Hi Troy,
ok to define a column and to store a temporary ID could work, but using the FeatureIdColumn I think will fail because PostGIS will set the value as the column is defined "serial". Look at the creat statement:
CREATE TABLE gm_fhm_grab_geo
(
gid serial NOT NULL,
fc_ integer DEFAULT 0,
uri text,
rotation double precision DEFAULT 0,
txtrotation double precision DEFAULT 0,
fid integer DEFAULT 0,
editor integer DEFAULT 0,
constructor integer DEFAULT 0,
created date DEFAULT ('now'::text)::date,
lastupdate date DEFAULT ('now'::text)::date,
mandant integer DEFAULT 0,
parentinfo text,
parentformel integer DEFAULT 0,
parent text,
text01 text,
text02 text,
text03 text,
the_geom geometry,
fc character varying(255),
CONSTRAINT gm_fhm_grab_geo_pk PRIMARY KEY (gid),
CONSTRAINT enforce_dims_the_geom CHECK (st_ndims(the_geom) = 2),
CONSTRAINT enforce_srid_the_geom CHECK (st_srid(the_geom) = 31467)
)
I have done a different way. I'm querying the Layer with the shape from the new feature. When retrieving one or more feature stored on the source layer I will use the first item.

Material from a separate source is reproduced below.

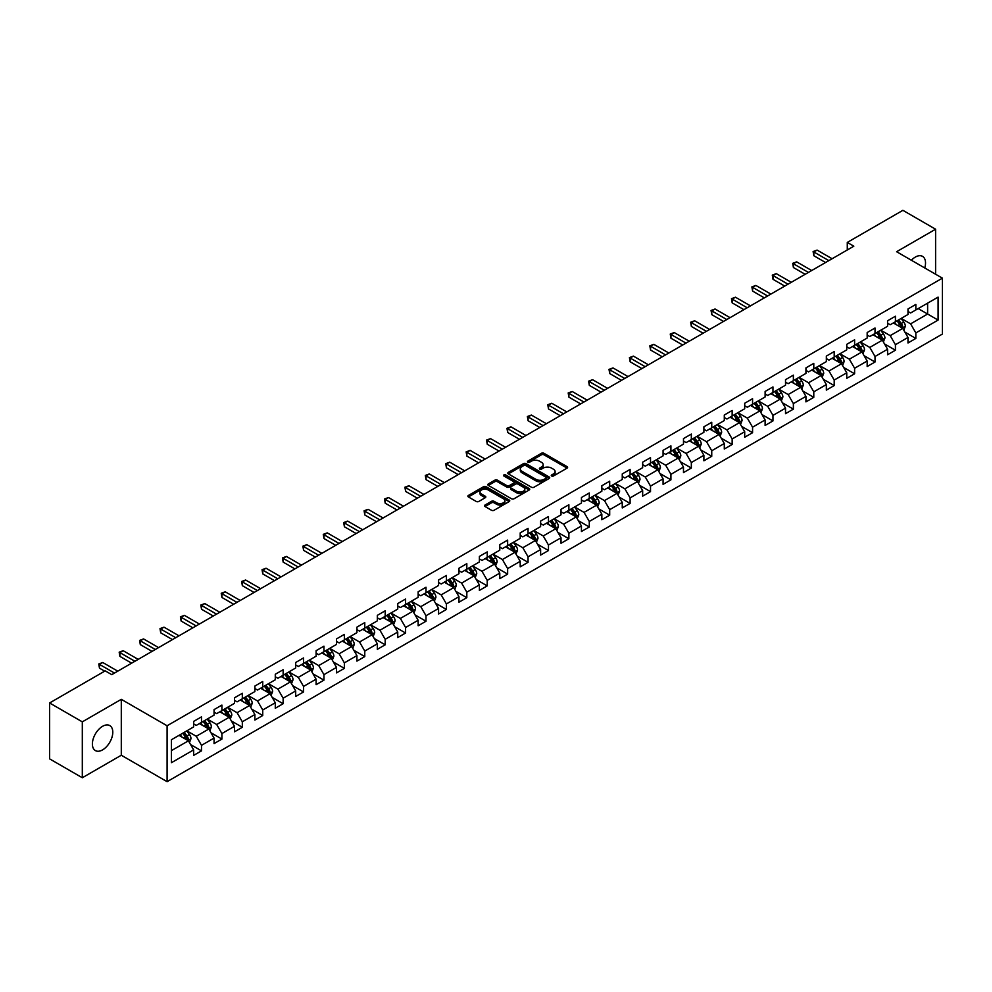 <?xml version="1.0" encoding="UTF-8"?>
<svg xmlns="http://www.w3.org/2000/svg" width="992" height="992" viewBox="0 0 992 992"><rect width="100%" height="100%" fill="white"/><g stroke="black" fill="none" stroke-linecap="round" stroke-linejoin="round"><path stroke-width="1.49" d="M551.639 475.999A1.277 0.732 0 0 0 553.437 475.999L567.089 468.125A1.81 1.054 0 0 0 567.61 467.381A1.81 1.054 0 0 0 567.089 466.649L543.963 453.294A1.81 1.054 0 0 0 541.396 453.294L527.756 461.181A1.277 0.732 0 0 0 529.554 462.21L531.315 461.193A5.816 3.36 0 0 1 539.536 461.193L541.458 462.309A5.816 3.36 0 0 1 543.17 464.678A5.816 3.36 0 0 1 541.458 467.046L539.698 468.075A1.277 0.732 0 0 0 541.496 469.104L543.256 468.088A5.816 3.36 0 0 1 551.478 468.088L553.412 469.204A5.816 3.36 0 0 1 555.111 471.572A5.816 3.36 0 0 1 553.412 473.953L551.639 474.97A1.277 0.732 0 0 0 551.639 475.999L551.639 474.97M102.585 749.878A14.434 8.333 120 0 0 112.009 737.155A14.434 8.333 120 0 0 109.802 725.598A14.434 8.333 120 0 0 102.585 726.305A14.434 8.333 120 0 0 93.161 739.028A14.434 8.333 120 0 0 95.368 750.584A14.434 8.333 120 0 0 102.585 749.878M924.742 267.964A14.434 8.333 120 0 0 922.535 256.37A14.434 8.333 120 0 0 915.318 257.077A14.434 8.333 120 0 0 911.388 260.251M485.026 505.052A1.81 1.054 0 0 0 484.493 505.796A1.81 1.054 0 0 0 485.026 506.528L491.511 510.272A1.81 1.054 0 0 0 494.078 510.272L509.231 501.53A1.81 1.054 0 0 0 509.764 500.786A1.81 1.054 0 0 0 509.231 500.042L486.117 486.7A1.81 1.054 0 0 0 483.55 486.7L468.398 495.454A1.81 1.054 0 0 0 467.864 496.186A1.81 1.054 0 0 0 468.398 496.93L476.222 501.456A1.81 1.054 0 0 0 478.789 501.456L485.274 497.711A1.81 1.054 0 0 0 485.807 496.967A1.81 1.054 0 0 0 485.274 496.223L481.393 493.979A4.861 2.802 0 0 1 479.967 492.007A4.861 2.802 0 0 1 482.968 489.416A4.861 2.802 0 0 1 488.262 490.023L503.477 498.802A4.861 2.802 0 0 1 504.903 500.786A4.861 2.802 0 0 1 501.902 503.378A4.861 2.802 0 0 1 496.608 502.77L494.078 501.307A1.81 1.054 0 0 0 491.511 501.307L485.026 505.052L485.026 506.528L491.511 502.82L491.511 501.307M121.297 699.335L82.311 721.854L49.6 702.968L49.6 758.868L82.311 777.753L121.297 755.234L167.09 781.671L167.09 725.772L121.297 699.335L121.297 755.234M935.592 274.226L935.592 229.214L896.607 251.72L942.4 278.157L167.09 725.772M935.592 229.214L902.894 210.329L847.28 242.432L847.28 249.984M49.6 702.968L105.202 670.865L111.749 674.647L853.827 246.202L847.28 242.432M531.452 487.221A1.81 1.054 0 0 0 534.018 487.221L549.171 478.466A1.81 1.054 0 0 0 549.704 477.722A1.81 1.054 0 0 0 549.171 476.991L526.058 463.636A1.81 1.054 0 0 0 523.478 463.636L508.326 472.39A1.81 1.054 0 0 0 507.805 473.134A1.81 1.054 0 0 0 508.326 473.878L531.452 487.221M504.407 476.284A1.277 0.732 0 0 1 505.697 476.458L529.17 490.011L514.042 498.753A1.81 1.054 0 0 1 511.475 498.753L488.362 485.398L494.847 481.69L494.847 480.178L488.362 483.922A1.81 1.054 0 0 0 487.828 484.666A1.81 1.054 0 0 0 488.362 485.398L488.362 483.922M494.847 481.69A1.81 1.054 0 0 1 497.414 481.69L497.414 480.178A1.81 1.054 0 0 0 494.847 480.178M497.414 480.178L506.788 485.584A1.81 1.054 0 0 0 509.355 485.584L513.658 483.104A1.81 1.054 0 0 0 514.191 482.36A1.81 1.054 0 0 0 513.658 481.616L503.899 475.986A1.277 0.732 0 0 1 505.697 474.945L529.195 488.51A1.81 1.054 0 0 1 529.728 489.254A1.81 1.054 0 0 1 529.195 489.998L529.195 488.51M167.09 781.671L942.4 334.056L942.4 278.157M190.576 744.546L201.5 750.857L201.5 745.339L214.061 738.085L214.061 743.603L221.91 739.077L221.91 733.559L234.472 726.305L234.472 731.823L242.321 727.285L242.321 721.779L254.882 714.525L254.882 720.043L262.731 715.505L262.731 709.987L275.28 702.745L275.28 708.251L283.142 703.725L283.142 698.207L295.69 690.953L295.69 696.471L303.54 691.945L303.54 686.427L316.101 679.173L316.101 684.691L323.95 680.152L323.95 674.647L336.511 667.393L336.511 672.898L344.36 668.372L344.36 662.854L356.922 655.6L356.922 661.118L364.771 656.592L364.771 651.074L377.332 643.82L377.332 649.338L385.181 644.8L385.181 639.294L397.742 632.04L397.742 637.558L405.592 633.02L405.592 627.502L418.153 620.26L418.153 625.766L426.002 621.24L426.002 615.722L438.563 608.468L438.563 613.986L446.412 609.46L446.412 603.942L458.974 596.688L458.974 602.206L466.823 597.668L466.823 592.162L479.384 584.908L479.384 590.414L487.233 585.888L487.233 580.37L499.794 573.116L499.794 578.634L507.644 574.108L507.644 568.59L520.205 561.336L520.205 566.854L528.054 562.315L528.054 556.81L540.615 549.556L540.615 555.074L548.464 550.535L548.464 545.017L561.026 537.776L561.026 543.281L568.875 538.755L568.875 533.237L581.436 525.983L581.436 531.501L589.285 526.975L589.285 521.457L601.846 514.203L601.846 519.721L609.696 515.183L609.696 509.677L622.257 502.423L622.257 507.929L630.106 503.403L630.106 497.885L642.667 490.643L642.667 496.149L650.516 491.623L650.516 486.105L663.078 478.851L663.078 484.369L670.927 479.83L670.927 474.325L683.488 467.071L683.488 472.589L691.337 468.05L691.337 462.532L703.898 455.291L703.898 460.796L711.748 456.27L711.748 450.752L724.296 443.498L724.296 449.016L732.158 444.49L732.158 438.972L744.707 431.718L744.707 437.236L752.568 432.698L752.568 427.192L765.117 419.938L765.117 425.456L772.966 420.918L772.966 415.4L785.528 408.158L785.528 413.664L793.377 409.138L793.377 403.62L805.938 396.366L805.938 401.884L813.787 397.346L813.787 391.84L826.348 384.586L826.348 390.104L834.198 385.566L834.198 380.048L846.759 372.806L846.759 378.312L854.608 373.786L854.608 368.268L867.169 361.014L867.169 366.532L875.018 362.006L875.018 356.488L887.58 349.234L887.58 354.752L895.429 350.213L895.429 344.708L907.99 337.454L907.99 342.972L915.839 338.433L915.839 332.915L938.085 320.081L938.085 297.116L927.619 303.155L927.619 314.03L938.085 320.081M201.5 750.857L193.651 755.383L193.651 749.878L171.405 762.712L171.405 739.747L193.651 726.913L193.651 721.395L201.5 716.869L201.5 722.374L214.061 715.133L214.061 709.615L221.91 705.076L221.91 710.594L234.472 703.34L234.472 697.835L242.321 693.296L242.321 698.814L254.882 691.56L254.882 686.042L262.731 681.516L262.731 687.034L275.28 679.78L275.28 674.262L283.142 669.736L283.142 675.242L295.69 667.988L295.69 662.482L303.54 657.944L303.54 663.462L316.101 656.208L316.101 650.69L323.95 646.164L323.95 651.682L336.511 644.428L336.511 638.91L344.36 634.384L344.36 639.89L356.922 632.648L356.922 627.13L364.771 622.592L364.771 628.11L377.332 620.856L377.332 615.35L385.181 610.812L385.181 616.33L397.742 609.076L397.742 603.558L405.592 599.032L405.592 604.55L418.153 597.296L418.153 591.778L426.002 587.252L426.002 592.757L438.563 585.503L438.563 579.998L446.412 575.459L446.412 580.977L458.974 573.723L458.974 568.218L466.823 563.679L466.823 569.197L479.384 561.943L479.384 556.425L487.233 551.899L487.233 557.405L499.794 550.163L499.794 544.645L507.644 540.107L507.644 545.625L520.205 538.371L520.205 532.865L528.054 528.327L528.054 533.845L540.615 526.591L540.615 521.073L548.464 516.547L548.464 522.065L561.026 514.811L561.026 509.293L568.875 504.767L568.875 510.272L581.436 503.031L581.436 497.513L589.285 492.974L589.285 498.492L601.846 491.238L601.846 485.733L609.696 481.194L609.696 486.712L622.257 479.458L622.257 473.94L630.106 469.414L630.106 474.92L642.667 467.678L642.667 462.16L650.516 457.622L650.516 463.14L663.078 455.886L663.078 450.38L670.927 445.842L670.927 451.36L683.488 444.106L683.488 438.588L691.337 434.062L691.337 439.58L703.898 432.326L703.898 426.808L711.748 422.282L711.748 427.788L724.296 420.546L724.296 415.028L732.158 410.49L732.158 416.008L744.707 408.754L744.707 403.248L752.568 398.71L752.568 404.228L765.117 396.974L765.117 391.456L772.966 386.93L772.966 392.435L785.528 385.194L785.528 379.676L793.377 375.137L793.377 380.655L805.938 373.401L805.938 367.896L813.787 363.357L813.787 368.875L826.348 361.621L826.348 356.103L834.198 351.577L834.198 357.095L846.759 349.841L846.759 344.323L854.608 339.797L854.608 345.303L867.169 338.061L867.169 332.543L875.018 328.005L875.018 333.523L887.58 326.269L887.58 320.763L895.429 316.225L895.429 321.743L907.99 314.489L907.99 308.971L915.839 304.445L915.839 309.95L938.085 297.116M199.404 723.59L208.828 729.021L196.267 736.275L186.843 730.844M193.651 723.887L196.267 725.4L201.5 722.374M196.267 736.275L201.5 745.339M208.828 729.021L214.061 738.085M219.815 711.81L229.239 717.241L216.678 724.495L207.254 719.051M214.061 712.107L216.678 713.62L221.91 710.594M216.678 724.495L221.91 733.559M229.239 717.241L234.472 726.305M240.225 700.017L249.637 705.461L237.088 712.715L227.664 707.271M234.472 700.327L237.088 701.84L242.321 698.814M237.088 712.715L242.321 721.779M249.637 705.461L254.882 714.525M260.636 688.237L270.047 693.681L257.498 700.922L248.074 695.491M254.882 688.535L257.498 690.048L262.731 687.034M257.498 700.922L262.731 709.987M270.047 693.681L275.28 702.745M281.046 676.457L290.458 681.888L277.896 689.142L268.485 683.711M275.28 676.755L277.896 678.268L283.142 675.242M277.896 689.142L283.142 698.207M290.458 681.888L295.69 690.953M301.456 664.665L310.868 670.108L298.307 677.362L288.895 671.919M295.69 664.975L298.307 666.488L303.54 663.462M298.307 677.362L303.54 686.427M310.868 670.108L316.101 679.173M321.867 652.885L331.278 658.328L318.717 665.582L309.306 660.139M316.101 653.195L318.717 654.695L323.95 651.682M318.717 665.582L323.95 674.647M331.278 658.328L336.511 667.393M342.277 641.105L351.689 646.536L339.128 653.79L329.716 648.359M336.511 641.402L339.128 642.915L344.36 639.89M339.128 653.79L344.36 662.854M351.689 646.536L356.922 655.6M362.688 629.325L372.099 634.756L359.538 642.01L350.126 636.566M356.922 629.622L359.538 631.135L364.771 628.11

As an alternative I think your suggestion is a good way to define a "tempID" column and store the Id from the created feature. After transaction I can query the layer with the "tempID" to retrieve the exact ID from the underlaying layer. This workaround needs a second column in every data table in PostGIS to identify the created feature.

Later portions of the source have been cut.